Bir yumruk daha..bir ...iki..üç..dört ..beş..altı..yedi..sekiz..
En sonunda kendi mi dizlerimin üzerine yere bıraktım. Sinirim geçmiyordu. Dayanamıyorum bu acımasız hayata. Bakmıştım artık.Ben Masal Seçkiner. 17 yaşındayım. Aksan kolejinde okuyorum. Maddi durumumuz çok iyi. Babamın bir holdingi var.
Annem beni çok küçükken daha iki yaşındayken bırakıp gitmişti. Babamla yaşıyorum. Tabi buna yaşamak denirse. Babamın yüzünü günde bir iki kere zor görüyorum. Eskiden böyle değildi. Bütün günümü babamla geçirdiğim günlerim olurdu. Ama şimdi o da yok. Babam son 6 aydır eve sadece üzerini değiştirmek için geliyordu. Bazı günler hiç yüzünü bile görmüyordum.

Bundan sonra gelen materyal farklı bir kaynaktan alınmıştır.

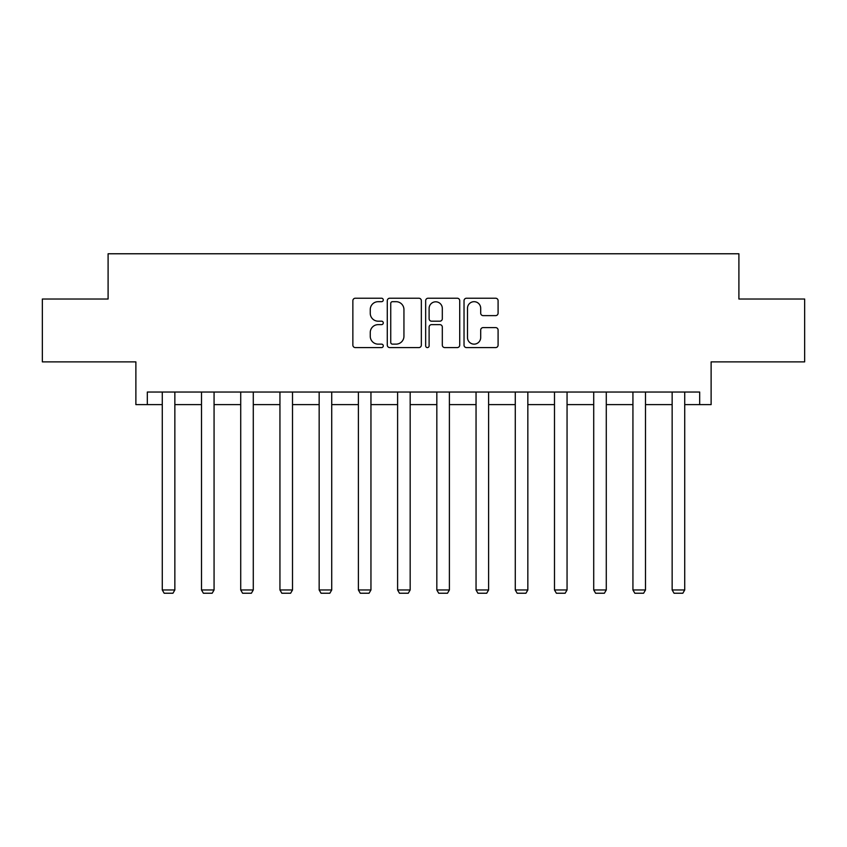 <?xml version="1.0" encoding="UTF-8"?>
<svg xmlns="http://www.w3.org/2000/svg" width="847" height="847" viewBox="0 0 847 847"><rect width="100%" height="100%" fill="white"/><g stroke="black" fill="none" stroke-linecap="round" stroke-linejoin="round"><path stroke-width="1.27" d="M383.278 299.954A1.726 1.726 0 0 0 381.542 298.229L355.327 298.229A2.467 2.467 0 0 0 352.86 300.696L352.86 345.121A2.467 2.467 0 0 0 355.327 347.588L381.542 347.588A1.726 1.726 0 0 0 383.278 345.862A1.726 1.726 0 0 0 381.542 344.136L378.154 344.136A7.898 7.898 0 0 1 370.255 336.238L370.255 332.532A7.898 7.898 0 0 1 378.154 324.634L381.542 324.634A1.726 1.726 0 0 0 383.278 322.908A1.726 1.726 0 0 0 381.542 321.182L378.154 321.182A7.898 7.898 0 0 1 370.255 313.284L370.255 309.579A7.898 7.898 0 0 1 378.154 301.68L381.542 301.68A1.726 1.726 0 0 0 383.278 299.954M147.314 404.622L147.314 392.045L699.686 392.045L699.686 404.622L711.12 404.622L711.12 361.881L804.65 361.881L804.65 299.023L738.902 299.023L738.902 253.772L108.098 253.772L108.098 299.023L42.35 299.023L42.35 361.881L135.88 361.881L135.88 404.622L162.275 404.622M495.622 315.624A2.467 2.467 0 0 0 498.089 313.157L498.089 300.696A2.467 2.467 0 0 0 495.622 298.229L466.506 298.229A2.467 2.467 0 0 0 464.029 300.696L464.029 345.121A2.467 2.467 0 0 0 466.506 347.588L495.622 347.588A2.467 2.467 0 0 0 498.089 345.121L498.089 330.065A2.467 2.467 0 0 0 495.622 327.598L483.161 327.598A2.467 2.467 0 0 0 480.694 330.065L480.694 337.53A6.607 6.607 0 0 1 474.087 344.136A6.607 6.607 0 0 1 467.491 337.53L467.491 308.287A6.607 6.607 0 0 1 474.087 301.68A6.607 6.607 0 0 1 480.694 308.287L480.694 313.157A2.467 2.467 0 0 0 483.161 315.624L495.622 315.624M421.34 300.696A2.467 2.467 0 0 0 418.873 298.229L389.747 298.229A2.467 2.467 0 0 0 387.28 300.696L387.28 345.121A2.467 2.467 0 0 0 389.747 347.588L418.873 347.588A2.467 2.467 0 0 0 421.34 345.121L421.34 300.696M428.127 298.229L457.253 298.229A2.467 2.467 0 0 1 459.72 300.696L459.72 345.121A2.467 2.467 0 0 1 457.253 347.588L444.781 347.588A2.467 2.467 0 0 1 442.314 345.121L442.314 327.101A2.467 2.467 0 0 0 439.847 324.634L431.578 324.634A2.467 2.467 0 0 0 429.111 327.101L429.111 345.862A1.726 1.726 0 0 1 427.386 347.588A1.726 1.726 0 0 1 425.66 345.862L425.66 300.696A2.467 2.467 0 0 1 428.127 298.229M174.853 404.622L201.501 404.622M214.069 404.622L240.717 404.622M253.285 404.622L279.944 404.622M292.511 404.622L319.16 404.622M331.728 404.622L358.387 404.622M370.954 404.622L397.603 404.622M410.17 404.622L436.83 404.622M449.397 404.622L476.046 404.622M488.613 404.622L515.272 404.622M527.84 404.622L554.489 404.622M567.056 404.622L593.715 404.622M606.283 404.622L632.931 404.622M645.499 404.622L672.147 404.622M684.725 404.622L699.686 404.622M392.468 301.68A1.726 1.726 0 0 0 390.742 303.417L390.742 342.4A1.726 1.726 0 0 0 392.468 344.136L396.047 344.136A7.898 7.898 0 0 0 403.945 336.238L403.945 309.579A7.898 7.898 0 0 0 396.047 301.68L392.468 301.68M442.314 308.414A6.607 6.607 0 0 0 435.718 301.807A6.607 6.607 0 0 0 429.111 308.414L429.111 318.716A2.467 2.467 0 0 0 431.578 321.182L439.847 321.182A2.467 2.467 0 0 0 442.314 318.716L442.314 308.414M174.853 392.045L174.853 589.967L162.275 589.967L162.275 392.045M174.853 589.967L172.957 593.228L164.159 593.228L162.275 589.967M214.069 392.045L214.069 589.967L201.501 589.967L201.501 392.045M214.069 589.967L212.184 593.228L203.386 593.228L201.501 589.967M253.285 392.045L253.285 589.967L240.717 589.967L240.717 392.045M253.285 589.967L251.4 593.228L242.602 593.228L240.717 589.967M292.511 392.045L292.511 589.967L279.944 589.967L279.944 392.045M292.511 589.967L290.627 593.228L281.829 593.228L279.944 589.967M331.728 392.045L331.728 589.967L319.16 589.967L319.16 392.045M331.728 589.967L329.843 593.228L321.045 593.228L319.16 589.967M370.954 392.045L370.954 589.967L358.387 589.967L358.387 392.045M370.954 589.967L369.07 593.228L360.271 593.228L358.387 589.967M410.17 392.045L410.17 589.967L397.603 589.967L397.603 392.045M410.17 589.967L408.286 593.228L399.488 593.228L397.603 589.967M449.397 392.045L449.397 589.967L436.83 589.967L436.83 392.045M449.397 589.967L447.512 593.228L438.714 593.228L436.83 589.967M488.613 392.045L488.613 589.967L476.046 589.967L476.046 392.045M488.613 589.967L486.729 593.228L477.93 593.228L476.046 589.967M527.84 392.045L527.84 589.967L515.272 589.967L515.272 392.045M527.84 589.967L525.955 593.228L517.157 593.228L515.272 589.967M567.056 392.045L567.056 589.967L554.489 589.967L554.489 392.045M567.056 589.967L565.171 593.228L556.373 593.228L554.489 589.967M606.283 392.045L606.283 589.967L593.715 589.967L593.715 392.045M606.283 589.967L604.398 593.228L595.6 593.228L593.715 589.967M645.499 392.045L645.499 589.967L632.931 589.967L632.931 392.045M645.499 589.967L643.614 593.228L634.816 593.228L632.931 589.967M684.725 392.045L684.725 589.967L672.147 589.967L672.147 392.045M684.725 589.967L682.841 593.228L674.043 593.228L672.147 589.967"/></g></svg>

Yerden kalktım. Son olarak kum torbasına bir tekmede geçirdikten sonra yukarı çıktım. Çok sinirlendiğim zamanlar bodrumda olan spor odasına iner oradaki kum torbasını yumruklardım. Salona göz gezdirdiğimde babamın yine gelmediğini bir kez daha gördüm. Mutfağa su içmek için gittiğimde hizmetçilerin akşam yemeği için koşuşturduğunu gördüm. Kafama takmayarak suyumu içtim ve odama çıktım. Telefonumun çaldığını görünce yatağımın üzerinden aldım. Babam arıyordu. Cevapladım ve babamın konuşmasını bekledim.
"Kızım evde misin?"
"Evet baba bir şey mi oldu?"
"Kızım akşam misafirlerimiz gelecek güzelce hazırlanmanı istiyorum"
"Kim geliyor baba ?"
"Kızım önemli misafirlerimiz dedim ya. Sen şimdi hazırlanmana bak. Hem sana akşam büyük bir sürprizim var."
"Tm o zaman by by"
"By kızım"
Bu neydi şimdi ya! Yani genellikle misafirimiz olmazdı. Olsa bile babamın arkadaşları olurdu. Onlarla da pek alakam olmazdı. Demek ki akşam gelen misafirlerimiz babam için çok önemliydi. Bir de sürpriz dedi. Babamın bana ne gibi bir sürprizi olabilirdi ki. Babam bana en son sürpriz yaptığında 6 ay önce bana araba aldığı zamandı. O zaman da ehliyetim yoktu ama babam onu da bi şekilde parayla halletmişti.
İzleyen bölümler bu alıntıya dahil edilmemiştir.